This has created significant interest in the field of metabolic surgery, where surgeries such as gastric bypass (GBP) are performed with a primary focus of helping patients improve their type 2 diabetes.

Despite the clear benefits of surgery — improvement in diabetes, weight loss, reduction in cancer risk, and extended life expectancy — uptake of surgery amongst patients who qualify remains low.

Furthermore, many diabetic patients do not fulfil the current surgical criteria and therefore continue to struggle with their diabetes, a chronic disabling disease that is one of the most common causes of blindness, renal failure, and limb amputation worldwide. There has therefore been significant interest in trying to understand the mechanisms of diabetes resolution after GBP, with the goal of developing less invasive alternatives.

During gastric bypass, the surgeon creates a small pouch at the top of the stomach to reduce the capacity for food intake. The small intestine is then reconstructed, and the new stomach pouch is connected to the lower section of the small intestine. During digestion, food now bypasses most of the stomach and the first part of the intestine, modulating the amount of nutrients, including glucose, and calories that are absorbed. Interestingly, in most patients, the return to normal insulin levels occurs just a few days after surgery, long before significant weight loss takes place.

A team at Brigham and Women’s Hospital (BWH) in Boston, Massachusetts, U.S., has been studying the underlying mechanisms responsible for this rapid improvement in diabetes, with the goal of developing novel drugs, devices, and less invasive surgical procedures that can replicate the metabolic benefits of surgery.

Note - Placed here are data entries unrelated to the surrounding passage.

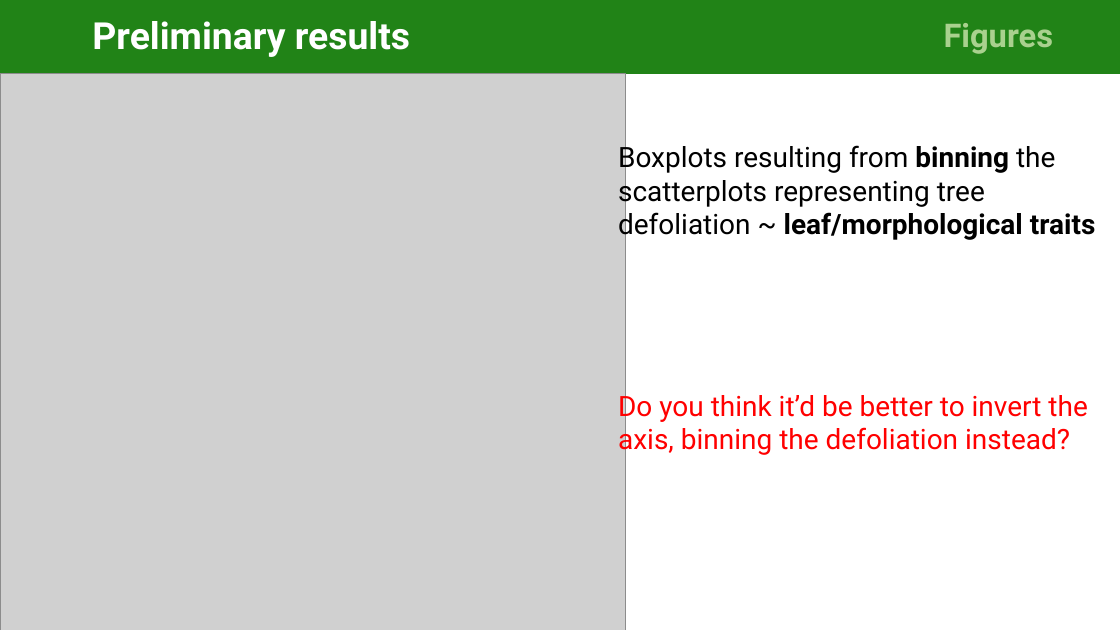
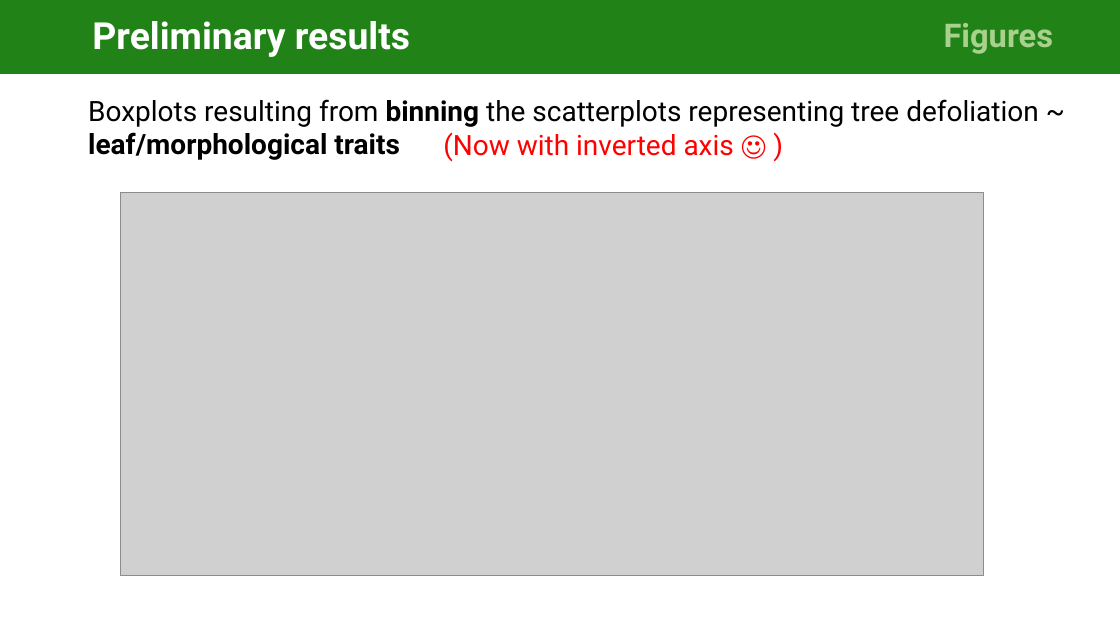
Before and after one commit to cris-fernandez/Tesis_Individuo, a slide deck: slide 19 of 06_ppts/exploratory_analysis_figures_v2-CFB.pptx (slide 17 before the commit). Drawn at 1120x630 pixels with LibreOffice and Linux fonts; fonts in the diff are those of the drawing; grey boxes stand for pictures. Boxes give left, top, right and bottom in pixels: in the first picture for what was removed or moved away, otherwise in the second. Text is boxed around its words. In the diff, an @@ line names an element or a change of style, - is before the commit and + after.

```diff
--- a/06_ppts/exploratory_analysis_figures_v2-CFB.pptx
+++ b/06_ppts/exploratory_analysis_figures_v2-CFB.pptx
@@ picture removed at [0, 74, 626, 630] @@
@@ text "Boxplots resulting from binning the ..." rewrapped from [618, 141, 1096, 242] to [88, 99, 1039, 160] @@
@@ text at [443, 132, 734, 162]: text changed @@
-  Do you think it’d be better to invert the axis, binning the defoliation instead?
+  (Now with inverted axis ☺ )
@@ picture added at [120, 192, 984, 576] @@
```
Also in this commit, not shown: 4 other slides changed, 6 slides added, 2 slides removed.

The team, led by the author, in collaboration with Yuhan Lee, PhD, a materials scientist at BWH, and Jeffrey Karp, PhD, a Professor of Medicine at Harvard Medical School and a biomedical engineer and researcher at BWH, recently presented the results of work they’ve done on developing a sticky, gut-coating powder that provides a barrier on the first part of the intestine and mimics the effect of gastric bypass surgery in a non-invasive way. The team hopes that the new compound named LuCI (for Luminal Coating of the Intestine), by delivering medication directly to the upper GI tract, may one day be offered in pill form as an alternative option to surgery.

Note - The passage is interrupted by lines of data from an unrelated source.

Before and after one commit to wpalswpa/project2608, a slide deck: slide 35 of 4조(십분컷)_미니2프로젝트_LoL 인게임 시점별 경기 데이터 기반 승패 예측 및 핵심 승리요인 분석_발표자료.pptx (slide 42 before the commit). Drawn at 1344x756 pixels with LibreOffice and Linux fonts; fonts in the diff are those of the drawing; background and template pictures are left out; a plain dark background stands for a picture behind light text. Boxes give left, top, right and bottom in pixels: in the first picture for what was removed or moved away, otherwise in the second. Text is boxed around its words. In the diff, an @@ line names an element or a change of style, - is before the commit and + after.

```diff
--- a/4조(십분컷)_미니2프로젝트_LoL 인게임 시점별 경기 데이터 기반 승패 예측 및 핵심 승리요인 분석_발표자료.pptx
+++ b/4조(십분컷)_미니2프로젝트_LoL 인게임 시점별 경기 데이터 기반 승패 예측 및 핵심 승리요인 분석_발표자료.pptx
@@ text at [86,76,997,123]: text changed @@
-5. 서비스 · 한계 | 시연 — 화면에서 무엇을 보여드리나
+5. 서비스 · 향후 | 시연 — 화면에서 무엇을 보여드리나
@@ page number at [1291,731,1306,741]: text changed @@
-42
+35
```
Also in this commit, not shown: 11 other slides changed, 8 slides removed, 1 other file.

LuCI is able to coat healthy tissue and form a transient physical barrier on the luminal, or inside, surface of the intestine so that nutrients, including sugar, are not absorbed. Bypassing the upper part of the gastrointestinal (GI) tract appears to be integral to the anti-diabetic effects of gastric bypass surgery. By emulating a critical aspect of bariatric surgery in a non-invasive way, the research team believes that “Surgery in a Pill” could one day be an alternative to an invasive procedure. 

As reported in a paper published in the June 2018 issue of the journal Nature Materials, LuCI significantly reduced glucose levels in animals after a meal. One hour after ingesting LuCI, the increase in glucose was lowered by 47 per cent, and this effect completely dissipated within a few hours. Histological analyses showed that the coating had no adverse effect on the lining of the small intestine, and the treatment did not cause the animals to develop diarrhoea or lose weight.

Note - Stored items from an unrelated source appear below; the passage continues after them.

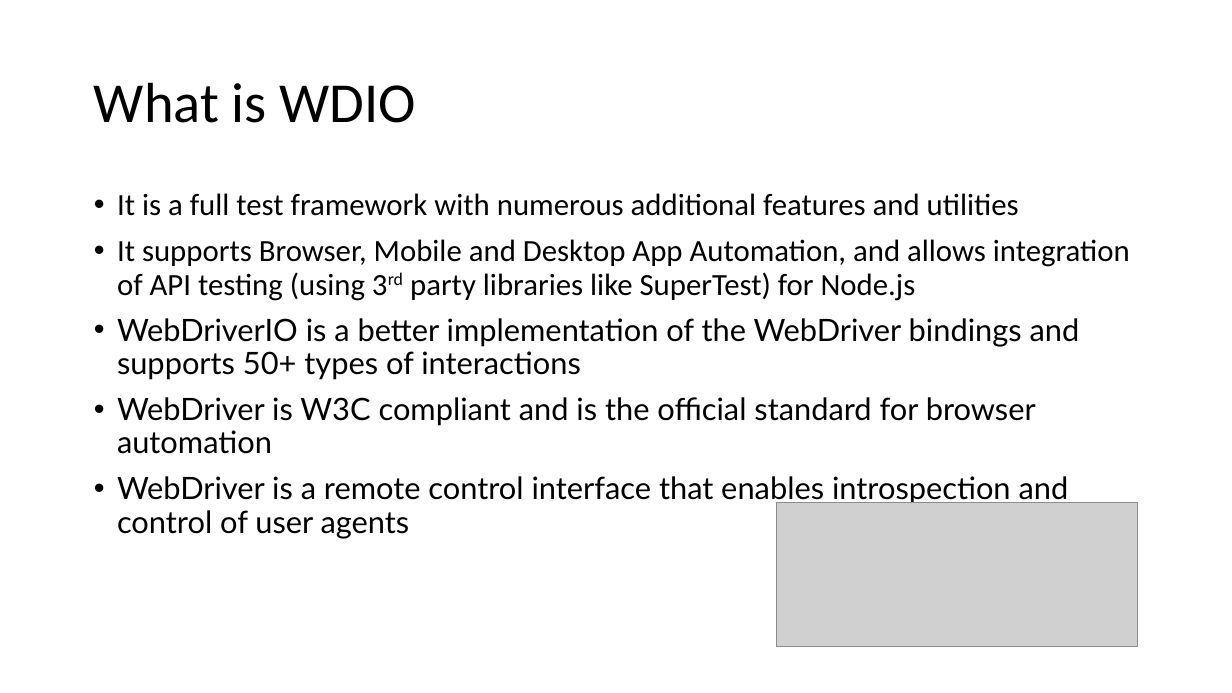
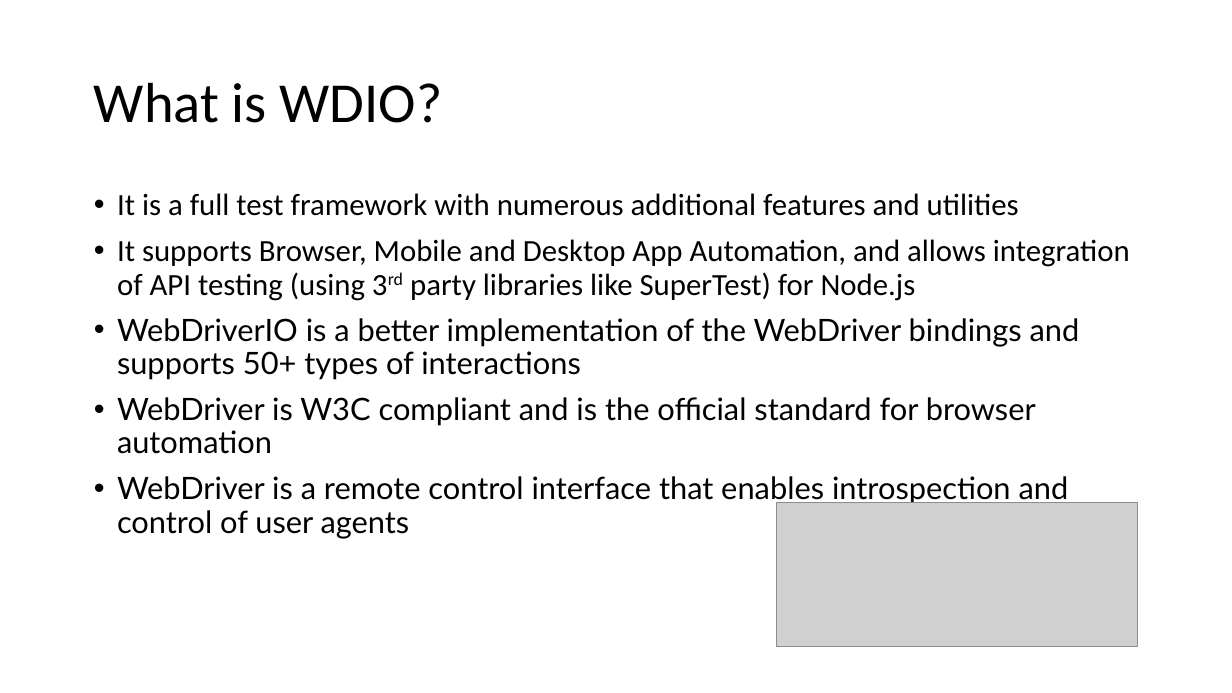
Before and after one commit to mraphael2101/webdriverio_typescript_cucumber, a slide deck: slide 3 of WDIO.pptx. Drawn at 1232x693 pixels with LibreOffice and Linux fonts; fonts in the diff are those of the drawing; grey boxes stand for pictures. Boxes give left, top, right and bottom in pixels: in the first picture for what was removed or moved away, otherwise in the second. Text is boxed around its words. In the diff, an @@ line names an element or a change of style, - is before the commit and + after.

```diff
--- a/WDIO.pptx
+++ b/WDIO.pptx
@@ title at bbox=[94, 82, 443, 123]: text changed @@
-What is WDIO
+What is WDIO?
```
Also in this commit, not shown: 1 other slide changed, 5 other files.

Additional Therapeutic Value

LuCI has also shown promise as a vehicle for site-specific drug delivery to the GI tract. For example, so-called protein drugs are important in the treatment of patients with inflammatory bowel disease, which affects the lining of the lower intestinal tract, or colon, but delivery is challenging. Oral intestinal-targeted protein drugs need protection from the gastric acid and enzymes in the upper GI tract that can degrade these medications. As part of the team’s preclinical animal studies, they tested the ability of LuCI to provide a platform for protein delivery. Using a simple protein, they demonstrated LuCI’s promise in performing this function. These results were published in the June 2018 Nature Materials article previously referenced. 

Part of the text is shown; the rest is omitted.